This page serves to familiarize new users with the basic flow of running the ImmuneDB pipeline. Example input FASTQ files are provided which contain human B-cell heavy chain sequences.
Commands are listed as either being run in either the Docker container or on the host.
To begin, run the Docker container :ref:`as documented <running-the-container>`:
$ docker run -v $HOME/immunedb_share:/share \
-p 8080:8080 -it arosenfeld/immunedb:v0.28.2
Before ImmuneDB can be run, metadata must be specified for each input file. For this example, one has already been created for you. To learn how to create a metadata file for your own data, see :ref:`Creating a Metadata Sheet`.

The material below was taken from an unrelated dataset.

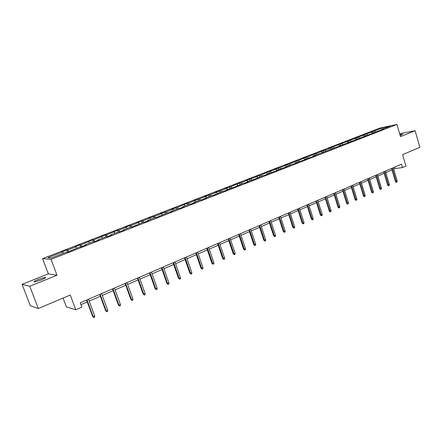 <?xml version="1.0" encoding="UTF-8"?>
<svg xmlns="http://www.w3.org/2000/svg" width="442" height="442" viewBox="0 0 442 442"><rect width="100%" height="100%" fill="white"/><g stroke="black" fill="none" stroke-linecap="round" stroke-linejoin="round"><path stroke-width="0.66" d="M41.316 279.919C45.15 278.294 46.46 277.432 45.25 277.333L38.476 279.355C34.62 280.979 33.294 281.847 34.504 281.963L41.316 279.919M400.159 135.473L402.855 134.125L399.933 134.688M63.073 298.068L66.416 306.947L75.775 309.765L81.858 307.113L80.256 302.809L401.485 164.203L402.474 167.562L405.938 166.054L402.596 154.645L419.9 147.335L415.104 130.721L399.662 133.771M22.1 284.35L30.294 305.698L38.299 308.533L29.78 286.239L57.012 275.244L51.04 259.344L42.587 258.62L48.333 273.858L22.1 284.35L29.78 286.239M51.04 259.344L396.933 124.423L379.573 128.169L42.587 258.62M382.932 127.721L328.583 148.501L330.18 148.192L324.881 150.247L323.295 150.551L316.157 153.628L314.588 153.927L307.289 157.07L305.742 157.358L298.278 160.568L296.748 160.844L289.118 164.12L284.051 165.767L285.554 165.501L279.803 167.733L274.697 169.391L276.184 169.137L268.863 171.656L260.703 175.142L255.515 176.828L256.957 176.596L245.68 180.645L247.095 180.424L240.945 182.811L239.542 183.021L230.807 186.739L225.486 188.469L226.857 188.275L220.486 190.745L215.127 192.485L216.47 192.303L209.989 194.817L204.585 196.574L205.9 196.403L199.303 198.966L193.85 200.734L195.137 200.58L188.419 203.187L187.154 203.331L177.341 207.48L171.8 209.281L173.026 209.154L166.059 211.862L160.474 213.674L161.667 213.563L154.567 216.32L148.932 218.149L150.092 218.055L142.86 220.862L137.175 222.707L138.302 222.63L130.931 225.486L129.832 225.553L125.197 227.348L126.285 227.293L118.776 230.205L117.716 230.249L106.389 235.011L105.362 235.039L93.759 239.912L92.776 239.918L80.88 244.907L79.936 244.896L74.936 246.835L75.858 246.851L67.742 250.001L66.847 249.968L61.747 251.946L62.62 251.99L47.896 257.703L51.416 257.979L66.361 252.161L67.278 252.205L79.787 246.934L80.753 246.956L85.864 244.967L84.881 244.951L92.953 241.813L93.958 241.813L98.969 239.862L97.942 239.868L105.853 236.79L106.909 236.768L111.82 234.857L110.749 234.884L118.506 231.868L119.6 231.829L124.417 229.95L123.307 230L130.915 227.039L132.047 226.978L143.081 222.304L144.252 222.227L148.888 220.42L147.7 220.508L155.02 217.657L156.23 217.558L166.739 213.099L172.441 211.248L171.187 211.364L178.237 208.624L179.513 208.491L183.894 206.784L182.601 206.922L189.524 204.232L190.833 204.082L195.132 202.408L193.811 202.563L200.607 199.917L201.944 199.756L206.165 198.11L204.812 198.281L211.486 195.684L212.856 195.508L222.171 191.524L223.569 191.336L227.641 189.751L226.232 189.944L234.094 187.237L242.978 183.424L244.432 183.209L248.354 181.679L246.901 181.9L254.586 179.253L263.067 175.607L264.565 175.369L268.36 173.888L266.852 174.137L274.372 171.546L278.101 170.098L276.576 170.352L284.013 167.794L291.935 164.374L293.494 164.104L297.096 162.7L295.527 162.976L302.814 160.474L306.356 159.092L304.77 159.38L311.975 156.904L315.461 155.545L313.853 155.844L383.208 129.158L381.485 129.528L390.054 126.191L382.932 127.721L383.175 128.865M71.587 250.526L71.56 250.139M67.742 250.001L68.797 251.608M75.858 246.851L76.709 248.133M84.903 245.338L84.881 244.951M80.88 244.907L81.947 246.492M88.836 241.818L89.698 243.078M97.958 240.255L97.942 239.868M93.759 239.912L94.837 241.47M101.561 236.884L102.433 238.122M110.754 235.271L110.749 234.884M106.389 235.011L107.478 236.547M114.042 232.039L114.92 233.26M123.301 230.381L123.307 230M118.776 230.205L119.881 231.718M126.285 227.293L127.174 228.492M135.611 225.591L135.622 225.21M130.931 225.486L132.047 226.978M138.302 222.63L139.197 223.818M147.683 220.889L147.7 220.508M142.86 220.862L143.921 222.249M150.092 218.055L150.998 219.226M159.534 216.276L159.556 215.895M154.567 216.32L155.578 217.613M161.667 213.563L162.579 214.718M171.159 211.746L171.187 211.364M166.059 211.862L167.026 213.072M173.026 209.154L173.949 210.293M182.568 207.304L182.601 206.922M177.341 207.48L178.27 208.618M184.181 204.828L185.11 205.95M193.767 202.939L193.811 202.563M188.419 203.187L189.347 204.298M195.137 200.58L196.071 201.685M204.768 198.657L204.812 198.281M199.303 198.966L200.237 200.06M205.9 196.403L206.839 197.491M215.569 194.452L215.619 194.077M209.989 194.817L210.928 195.9M216.47 192.303L217.414 193.375M226.177 190.32L226.232 189.944M220.486 190.745L221.431 191.811M226.857 188.275L227.807 189.331M236.597 186.259L236.658 185.889M230.807 186.739L231.752 187.795M237.067 184.314L238.017 185.358M246.829 182.275L246.901 181.9M240.945 182.811L241.896 183.85M247.095 180.424L248.05 181.452M256.89 178.358L256.962 177.988M250.907 178.944L251.868 179.971M256.957 176.596L257.918 177.612M266.775 174.507L266.852 174.137M260.703 175.142L261.664 176.154M266.648 172.839L267.614 173.839M276.493 170.722L276.576 170.352M270.333 171.408L271.3 172.408M276.184 169.137L277.151 170.131M286.046 166.999L286.134 166.634M279.803 167.733L280.775 168.717M285.554 165.501L286.526 166.479M295.438 163.341L295.527 162.976M289.118 164.12L290.09 165.093M294.775 161.927L295.748 162.894M304.676 159.744L304.77 159.38M298.278 160.568L299.251 161.529M303.842 158.407L304.82 159.363M313.759 156.208L313.853 155.844M307.289 157.07L308.267 158.021M312.765 154.949L313.826 155.965M322.693 152.728L322.793 152.368M316.157 153.628L317.135 154.567M321.538 151.54L322.715 152.656M331.483 149.308L331.588 148.943M324.881 150.247L325.859 151.175M330.18 148.192L331.406 149.335M340.13 145.937L340.241 145.578M333.461 146.915L334.45 147.832M338.677 144.893L339.909 146.026M348.639 142.622L348.749 142.263M341.915 143.639L342.898 144.54M347.047 141.644L348.279 142.766M357.014 139.363L357.13 139.003M350.23 140.412L351.219 141.307M355.285 138.451L356.517 139.556M365.258 136.153L365.374 135.793M358.418 137.235L359.407 138.119M363.396 135.302L364.628 136.396M373.374 132.992L373.49 132.639M366.479 134.108L367.473 134.981M371.379 132.208L372.617 133.285M381.363 129.882L381.485 129.528M374.418 131.025L375.413 131.887M75.775 309.765L70.267 295.029L38.299 308.533M396.933 124.423L400.496 136.617L415.104 130.721M393.684 169.22L395.247 168.54L402.474 167.562M80.947 304.671L87.278 301.925M89.19 301.101L100.362 296.262M102.262 295.438L113.185 290.703M115.08 289.886L125.76 285.261M127.65 284.444L138.092 279.919M139.976 279.101L150.186 274.681M152.065 273.869L162.054 269.537M163.927 268.73L173.7 264.493M175.562 263.692L185.132 259.548M186.983 258.741L196.347 254.686M198.198 253.885L207.364 249.918M209.204 249.117L218.177 245.233M220.011 244.437L228.801 240.63M230.625 239.84L239.232 236.111M241.05 235.326L249.481 231.674M251.294 230.89L259.553 227.31M261.36 226.531L269.454 223.022M271.25 222.249L279.178 218.812M280.968 218.039L288.742 214.668M290.527 213.9L298.146 210.596M299.919 209.828L307.389 206.596M309.157 205.828L316.478 202.657M318.24 201.895L325.423 198.784M327.174 198.027L334.218 194.977M335.964 194.22L342.87 191.226M344.605 190.474L351.384 187.541M353.114 186.789L359.766 183.911M361.49 183.165L368.009 180.336M369.727 179.596L376.131 176.822M377.838 176.082L384.12 173.358M385.822 172.623L391.988 169.955M62.62 251.99L63.466 253.288M394.817 167.082L395.247 168.54M372.75 131.379L373.247 133.042M364.827 134.451L365.296 136.031M356.777 137.572L357.197 138.976M348.6 140.744L349.031 142.158M340.301 143.959L340.732 145.385M331.865 147.23L332.307 148.667M323.295 150.551L323.743 151.998M314.588 153.927L315.041 155.385M305.742 157.358L306.201 158.822M296.748 160.844L297.212 162.319M287.604 164.391L288.079 165.877M278.311 167.993L278.791 169.49M268.863 171.656L269.349 173.165M259.255 175.38L259.747 176.899M249.481 179.17L249.984 180.701M239.542 183.021L240.05 184.568M229.426 186.944L229.945 188.502M219.133 190.933L219.657 192.502M208.663 194.994L209.193 196.574M198.005 199.127L198.541 200.718M187.154 203.331L187.701 204.939M176.104 207.613L176.662 209.237M164.855 211.978L165.418 213.613M153.396 216.42L153.971 218.066M141.722 220.945L142.307 222.602M129.832 225.553L130.429 227.227M117.716 230.249L118.318 231.94M105.362 235.039L105.997 236.79M92.776 239.918L93.466 241.813M79.936 244.896L80.698 246.956M66.847 249.968L67.626 252.067M57.012 275.244L48.333 273.858M391.557 168.49L395.408 181.496L396.275 181.402L392.352 168.148M397.17 180.999L397.032 181.977L396.535 182.198L396.275 181.402L397.17 180.999L393.253 167.756M396.535 182.198L396.054 182.253L395.408 181.496M383.684 171.888L387.584 184.988L388.446 184.894L384.468 171.546M389.352 184.491L389.22 185.474L388.717 185.695L388.446 184.894L389.352 184.491L385.385 171.153M388.717 185.695L388.236 185.745L387.584 184.988M375.683 175.336L379.639 188.53L380.496 188.441L376.462 174.999M381.418 188.032L381.286 189.021L380.772 189.248L380.496 188.441L381.418 188.032L377.396 174.601M380.772 189.248L380.297 189.298L379.639 188.53M367.562 178.844L371.573 192.126L372.418 192.049L368.335 178.507M373.357 191.629L373.225 192.624L372.705 192.856L372.418 192.049L373.357 191.629L369.28 178.104M372.705 192.856L372.236 192.9L371.573 192.126M359.307 182.402L363.374 195.784L364.214 195.707L360.07 182.076M365.164 195.281L365.037 196.287L364.506 196.524L364.214 195.707L365.164 195.281L361.031 181.662M364.506 196.524L364.042 196.563L363.374 195.784M350.92 186.021L355.042 199.502L355.876 199.43L351.677 185.695M356.843 198.999L356.716 200.005L356.18 200.248L355.876 199.43L356.843 198.999L352.655 185.275M356.18 200.248L355.716 200.287L355.042 199.502M342.401 189.701L346.578 203.276L347.406 203.209L343.147 189.375M348.39 202.773L348.263 203.79L347.716 204.033L347.406 203.209L348.39 202.773L344.141 188.949M347.716 204.033L347.257 204.066L346.578 203.276M333.738 193.436L337.975 207.11L338.799 207.055L334.478 193.115M339.799 206.607L339.671 207.63L339.119 207.878L338.799 207.055L339.799 206.607L335.484 192.684M339.119 207.878L338.666 207.911L337.975 207.11M324.936 197.231L329.235 211.011L330.047 210.956L325.666 196.917M331.064 210.502L330.942 211.536L330.378 211.784L330.047 210.956L331.064 210.502L326.693 196.475M330.378 211.784L329.925 211.817L329.235 211.011M315.986 201.093L320.351 214.972L321.152 214.928L316.71 200.784M322.185 214.464L322.069 215.503L321.494 215.762L321.152 214.928L322.185 214.464L317.748 200.337M321.494 215.762L320.351 214.972M306.892 205.022L311.317 219.005L312.107 218.961L307.599 204.712M313.157 218.497L313.041 219.541L312.461 219.801L312.107 218.961L313.157 218.497L308.66 204.259M312.461 219.801L311.317 219.005M297.637 209.011L302.129 223.1L302.914 223.066L298.339 208.712M303.98 222.591L303.869 223.641L303.273 223.906L302.914 223.066L303.98 222.591L299.416 208.248M303.273 223.906L302.129 223.1M288.228 213.072L292.786 227.265L293.56 227.243L288.919 212.773M294.648 226.757L294.538 227.818L293.93 228.083L293.56 227.243L294.648 226.757L290.013 212.304M293.93 228.083L292.786 227.265M278.659 217.204L283.283 231.503L284.046 231.486L279.338 216.912M285.151 230.995L285.046 232.061L284.433 232.337L284.046 231.486L285.151 230.995L280.449 216.431M284.433 232.337L283.283 231.503M268.924 221.403L273.62 235.818L274.372 235.807L269.587 221.116M275.499 235.304L275.394 236.376L274.769 236.658L274.372 235.807L275.499 235.304L270.725 220.624M274.769 236.658L273.62 235.818M259.018 225.674L263.786 240.205L264.526 240.199L259.669 225.392M265.67 239.686L265.57 240.768L264.935 241.056L264.526 240.199L265.67 239.686L260.824 224.895M264.935 241.056L263.786 240.205M248.94 230.028L253.78 244.664L254.509 244.669L249.581 229.752M255.675 244.15L255.575 245.238L254.929 245.531L254.509 244.669L255.675 244.15L250.752 229.243M254.929 245.531L253.78 244.664M238.68 234.453L243.597 249.205L244.315 249.222L239.304 234.183M245.498 248.691L245.404 249.791L244.746 250.084L244.315 249.222L245.498 248.691L240.503 233.669M244.746 250.084L243.597 249.205M228.238 238.956L233.232 253.83L233.934 253.852L228.851 238.691M235.144 253.31L235.05 254.421L234.382 254.719L233.934 253.852L235.144 253.31L230.067 238.166M234.382 254.719L233.232 253.83M217.608 243.542L222.68 258.537L223.37 258.564L218.204 243.288M224.602 258.017L224.508 259.134L223.829 259.437L223.37 258.564L224.602 258.017L219.442 242.752M223.829 259.437L222.68 258.537M206.784 248.216L211.939 263.327L212.613 263.366L207.364 247.962M213.867 262.808L213.779 263.929L213.083 264.244L212.613 263.366L213.867 262.808L208.624 247.421M213.083 264.244L211.939 263.327M195.762 252.973L200.994 268.206L201.657 268.255L196.325 252.73M202.933 267.686L202.85 268.819L202.143 269.134L201.657 268.255L202.933 267.686L197.607 252.172M202.143 269.134L200.994 268.206M184.529 257.819L189.856 273.178L190.502 273.239L185.082 257.581M191.8 272.659L191.723 273.797L190.999 274.117L190.502 273.239L191.8 272.659L186.386 257.017M190.999 274.117L189.856 273.178M173.093 262.752L178.502 278.239L179.137 278.311L173.623 262.52M180.458 277.72L180.38 278.869L179.651 279.195L179.137 278.311L180.458 277.72L174.955 261.946M179.651 279.195L178.502 278.239M161.435 267.78L166.938 283.399L167.551 283.477L161.949 267.559M168.899 282.874L168.827 284.035L168.082 284.366L167.551 283.477L168.899 282.874L163.308 266.974M168.082 284.366L166.938 283.399M149.556 272.907L155.153 288.654L155.75 288.748L150.053 272.692M157.125 288.134L157.059 289.3L156.297 289.637L155.75 288.748L157.125 288.134L151.435 272.095M156.297 289.637L155.153 288.654M137.451 278.128L143.142 294.013L143.722 294.112L137.926 277.924M145.12 293.488L145.059 294.665L144.28 295.013L143.722 294.112L145.12 293.488L139.335 277.316M144.28 295.013L143.142 294.013M125.108 283.455L130.893 299.472L131.456 299.588L125.561 283.261M132.882 298.952L132.827 300.135L132.036 300.488L131.456 299.588L132.882 298.952L126.998 282.642M132.036 300.488L130.893 299.472M112.522 288.886L118.412 305.041L118.953 305.168L112.953 288.703M120.406 304.521L120.357 305.709L119.544 306.074L118.953 305.168L120.406 304.521L114.417 288.068M119.544 306.074L118.412 305.041M99.688 294.427L105.677 310.72L106.202 310.859L100.091 294.25M107.682 310.201L107.638 311.4L106.809 311.77L106.202 310.859L107.682 310.201L101.588 293.604M106.809 311.77L105.677 310.72M86.593 300.074L92.693 316.511L93.19 316.665L86.975 299.908M94.704 315.991L94.66 317.201L93.82 317.577L93.19 316.665L94.704 315.991L88.505 299.251M93.82 317.577L92.693 316.511M45.454 277.869L45.25 277.333"/></g></svg>

Next, we create a database for the data with:
$ immunedb_admin create example_db /share/configs
This creates a new database named example_db
and stores its configuration
in /share/configs/example_db.json
.
The first step of the pipeline is to annotate sequences and store the resulting
data in the newly created database. To do so, the immunedb_identify
is
used. It requires that V and J germline sequences be specified in two separate
FASTA files. The Docker image provides Human & Mouse IGH, TRA, and TRB
germlines in $HOME/germlines
.
For this example, there are two provided input files in /example
along with
the requisite metadata.tsv
file which you can view with:
$ ls /example
Given this, run the immunedb_identify
command:
$ immunedb_identify /share/configs/example_db.json \
/root/germlines/imgt_human_ighv.fasta \
/root/germlines/imgt_human_ighj.fasta \
/example
ImmuneDB determines the uniqueness of a sequence both at the sample and subject
level. For the latter, immunedb_collapse
is used to find sequences that are the
same except at positions that have an N
. Thus, the sequences ATNN
and
ANCN
would be collapsed.
To collapse sequences, run:
$ immunedb_collapse /share/configs/example_db.json
After sequences are assigned V and J genes, they can be clustered into clones
based on CDR3 Amino Acid similarity with the immunedb_clones
command. This
takes a number of arguments which should be read before use.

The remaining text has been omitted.